AVAILABLE DATA: Begin

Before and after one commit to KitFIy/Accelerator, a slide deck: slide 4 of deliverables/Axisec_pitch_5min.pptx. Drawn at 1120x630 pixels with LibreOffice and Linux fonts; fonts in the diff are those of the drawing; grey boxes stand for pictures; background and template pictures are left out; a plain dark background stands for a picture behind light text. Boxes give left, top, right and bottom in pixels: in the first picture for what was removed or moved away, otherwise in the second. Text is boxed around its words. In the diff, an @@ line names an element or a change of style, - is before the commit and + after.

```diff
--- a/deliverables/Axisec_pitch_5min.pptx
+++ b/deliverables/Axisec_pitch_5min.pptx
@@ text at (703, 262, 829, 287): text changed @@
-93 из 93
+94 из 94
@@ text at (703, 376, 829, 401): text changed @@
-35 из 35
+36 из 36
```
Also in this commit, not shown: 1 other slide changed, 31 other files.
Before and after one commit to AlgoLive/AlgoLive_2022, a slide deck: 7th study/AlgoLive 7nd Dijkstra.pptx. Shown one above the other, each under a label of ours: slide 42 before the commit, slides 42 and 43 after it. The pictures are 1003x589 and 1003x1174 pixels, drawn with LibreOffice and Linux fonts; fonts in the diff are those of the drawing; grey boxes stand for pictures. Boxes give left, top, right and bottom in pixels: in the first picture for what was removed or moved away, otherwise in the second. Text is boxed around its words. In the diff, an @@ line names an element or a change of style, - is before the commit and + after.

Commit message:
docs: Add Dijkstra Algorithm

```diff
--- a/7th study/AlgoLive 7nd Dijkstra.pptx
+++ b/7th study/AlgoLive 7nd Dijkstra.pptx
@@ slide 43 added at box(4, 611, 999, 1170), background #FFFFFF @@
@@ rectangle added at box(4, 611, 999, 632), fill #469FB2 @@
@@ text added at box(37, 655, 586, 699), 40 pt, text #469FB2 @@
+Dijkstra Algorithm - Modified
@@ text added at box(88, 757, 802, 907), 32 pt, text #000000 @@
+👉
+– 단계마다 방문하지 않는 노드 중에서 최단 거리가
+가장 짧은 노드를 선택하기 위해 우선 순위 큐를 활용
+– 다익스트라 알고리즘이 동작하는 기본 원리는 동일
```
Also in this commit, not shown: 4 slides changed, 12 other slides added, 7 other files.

AVAILABLE DATA: End

Write out a word-for-word copy of every entry above.

◆ EXERCISE RESPONSE ◆
Before and after one commit to KitFIy/Accelerator, a slide deck: slide 4 of deliverables/Axisec_pitch_5min.pptx. Drawn at 1120x630 pixels with LibreOffice and Linux fonts; fonts in the diff are those of the drawing; grey boxes stand for pictures; background and template pictures are left out; a plain dark background stands for a picture behind light text. Boxes give left, top, right and bottom in pixels: in the first picture for what was removed or moved away, otherwise in the second. Text is boxed around its words. In the diff, an @@ line names an element or a change of style, - is before the commit and + after.

```diff
--- a/deliverables/Axisec_pitch_5min.pptx
+++ b/deliverables/Axisec_pitch_5min.pptx
@@ text at (703, 262, 829, 287): text changed @@
-93 из 93
+94 из 94
@@ text at (703, 376, 829, 401): text changed @@
-35 из 35
+36 из 36
```
Also in this commit, not shown: 1 other slide changed, 31 other files.
Before and after one commit to AlgoLive/AlgoLive_2022, a slide deck: 7th study/AlgoLive 7nd Dijkstra.pptx. Shown one above the other, each under a label of ours: slide 42 before the commit, slides 42 and 43 after it. The pictures are 1003x589 and 1003x1174 pixels, drawn with LibreOffice and Linux fonts; fonts in the diff are those of the drawing; grey boxes stand for pictures. Boxes give left, top, right and bottom in pixels: in the first picture for what was removed or moved away, otherwise in the second. Text is boxed around its words. In the diff, an @@ line names an element or a change of style, - is before the commit and + after.

Commit message:
docs: Add Dijkstra Algorithm

```diff
--- a/7th study/AlgoLive 7nd Dijkstra.pptx
+++ b/7th study/AlgoLive 7nd Dijkstra.pptx
@@ slide 43 added at box(4, 611, 999, 1170), background #FFFFFF @@
@@ rectangle added at box(4, 611, 999, 632), fill #469FB2 @@
@@ text added at box(37, 655, 586, 699), 40 pt, text #469FB2 @@
+Dijkstra Algorithm - Modified
@@ text added at box(88, 757, 802, 907), 32 pt, text #000000 @@
+👉
+– 단계마다 방문하지 않는 노드 중에서 최단 거리가
+가장 짧은 노드를 선택하기 위해 우선 순위 큐를 활용
+– 다익스트라 알고리즘이 동작하는 기본 원리는 동일
```
Also in this commit, not shown: 4 slides changed, 12 other slides added, 7 other files.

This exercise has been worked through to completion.